The government wants to overhaul the working of private mine developers and operators (MDOs) ahead of the first coal mining auctions with private company participation next month and wider plans for a massive increase in coal production.
The Prime Minister’s Office (PMO) has written to NITI Aayog, asking it to consult with industry to create a new legal framework and policy regime for private mine operators.
MDOs play a vital role in the operation of coal mines, but there are two challenges: they are illegal, and they are mostly selected for their ability to do the job at a low cost rather than for bringing in the technical expertise needed to scale up coal mining.
The government’s move comes amid plans by Coal India, the world’s largest coal miner, to produce 1 billion tonnes a year by 2024.In a letter to the NITI Aayog, the PMO said, “There are differing legal positions, practices and approaches and a lack of consistency and transparency” in how MDOs are currently engaged in mining coal and major minerals.
“The appointment of MDOs before allotment of the mineral block appears inappropriate and this may not be allowed in future,” the PMO said. It asked NITI Aayog to frame guidelines for the selection and appointment of MDOs in consultation with secretaries from the Union ministries of mines, coal, steel and finance. Mint has seen a copy of the letter.
In the mining industry, a mine owner often contracts the work of mine development to a third-party MDO, especially in coal. The MDO oversees the whole range of activity, from mine design, planning and construction and rehabilitation of local populations to overburden removal, mining and processing and delivery of the mineral.The MDO contract is awarded mostly on the basis of quoted mining cost per tonne, to the lowest bidder.
So far, coal mine ownership has been restricted to PSUs like Coal India and NTPC or state, who have been the largest employers of MDOs. But with commercial coal mining slated to begin in October, the MDO industry is expected to expand.
However, outsourcing mining activity is illegal under the Contract Labour Act and Mines and Minerals Act. PSUs and state governments have so far escaped a legal tangle with approval from the ministry of coal.
Pankaj Satija, chief – regulatory affairs, Tata Steel, said. “A mine owner uses an MDO in India primarily to cut costs and improve efficiency. This, however, is in contrast to the global practice of appointing MDOs to bring in expertise and drive adoption of technical best practices.”“Many public sector companies like NTPC, Coal India and, of late, NMDC as well as state government PSUs have gone ahead and engaged MDOs in the mines allotted to them without prior approval from the Central Contract Labour Advisory Board,” R.K. Sharma, secretary general, Federation of Indian Mineral Industries, told Mint.
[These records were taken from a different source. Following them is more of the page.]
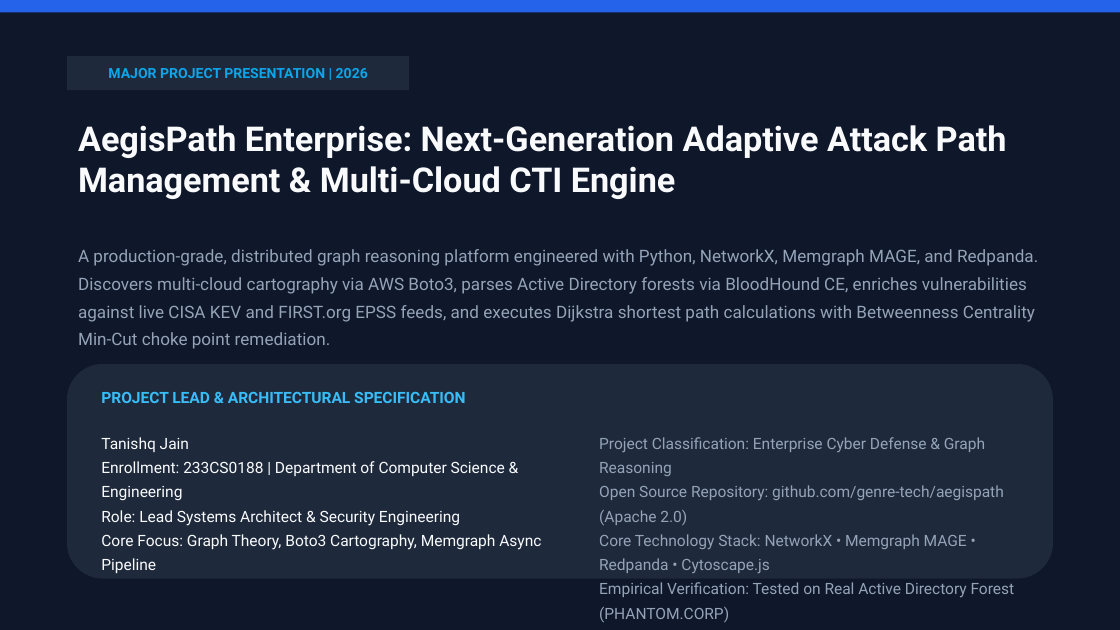
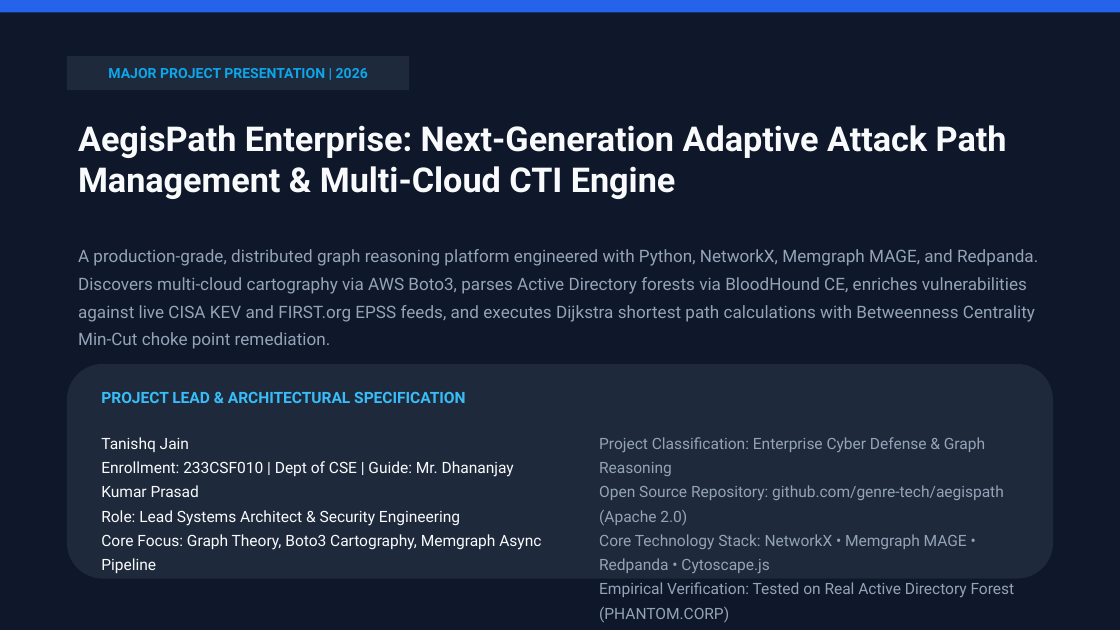
Before and after one commit to genre-tech/aegispath, a slide deck: slide 1 of AegisPath_Enterprise_Major_Project_Presentation.pptx. Drawn at 1120x630 pixels with LibreOffice and Linux fonts; fonts in the diff are those of the drawing. Boxes give left, top, right and bottom in pixels: in the first picture for what was removed or moved away, otherwise in the second. Text is boxed around its words. In the diff, an @@ line names an element or a change of style, - is before the commit and + after.

Commit message:
docs: embed all 12 architectural & benchmark diagrams; update guide to Mr. Dhananjay Kumar Prasad and enrollment to 233CSF010

```diff
--- a/AegisPath_Enterprise_Major_Project_Presentation.pptx
+++ b/AegisPath_Enterprise_Major_Project_Presentation.pptx
@@ text at (101,461,514,497): text changed @@
-Enrollment: 233CS0188 | Department of Computer Science & Engineering
+Enrollment: 233CSF010 | Dept of CSE | Guide: Mr. Dhananjay Kumar Prasad
```
Also in this commit, not shown: 16 other files.

“One can understand engaging MDOs in the case of NTPC and such PSUs because the lease period for coal mining was for captive use, but in the case of Coal India and NMDC and other standalone mining companies, it is puzzling since they are mining companies. With a view to have synergy in the regulatory framework, it is imperative that there is compatibility in different laws for the engagement of MDOs in the case of coal and major minerals.”Satija recommends clearing the legal inconsistencies and creating a framework that insists on ethical practices and improves safety, while employing the best talent and technology.
With power generation heavily dependent on coal, the need to keep production numbers growing means that MDOs will become significant players in the mineral industry, a senior executive at an MDO said on condition of anonymity.
“Coal India wants to produce 1 billion tonnes every year by 2024. With their own capacities stretched, they need MDOs to produce at least 150-200 million tonnes yearly, that’s why even they are coming out with tenders now to engage MDOs. But these contracts are skewed heavily in favour of state agencies and differ from state to state with MDOs made to absorb many of the risks and penalties and deal with payment delays, making it difficult and expensive for us to get bank financing.“I think what the PMO also wants to do is create standard contracts on engaging MDOs where it is clear who bears which risk, who is responsible for land acquisition, relief and rehabilitation, etc.”
Large MDOs today include BGR Mining and Infra Ltd, Adani Enterprises, Thriveni Earthmovers, Dilip Buildcon, Sainik Mining and Allied Services, Sical Logistics, Monte Carlo and Ambey Mining.
The NDA government is keen to step up India’s coal production. Despite having the world’s fourth largest coal reserves, India imports around 235 million tonnes (mt) of coal a year. The government estimates that of this, at least 135 mt can be substituted by mining more locally. The Centre had set a mining target of 1.5 billion tonnes of coal by 2020, which was missed.In May, along with opening up commercial coal mining, promoting coal gassification and auctioning 50 new coal and 500 mineral blocks as part of the covid-19 reforms package, the government also promised an investment of Rs50,000 crore to create transportation infrastructure for evacuating 1 billion tonnes of coal from Coal India Ltd’s mines.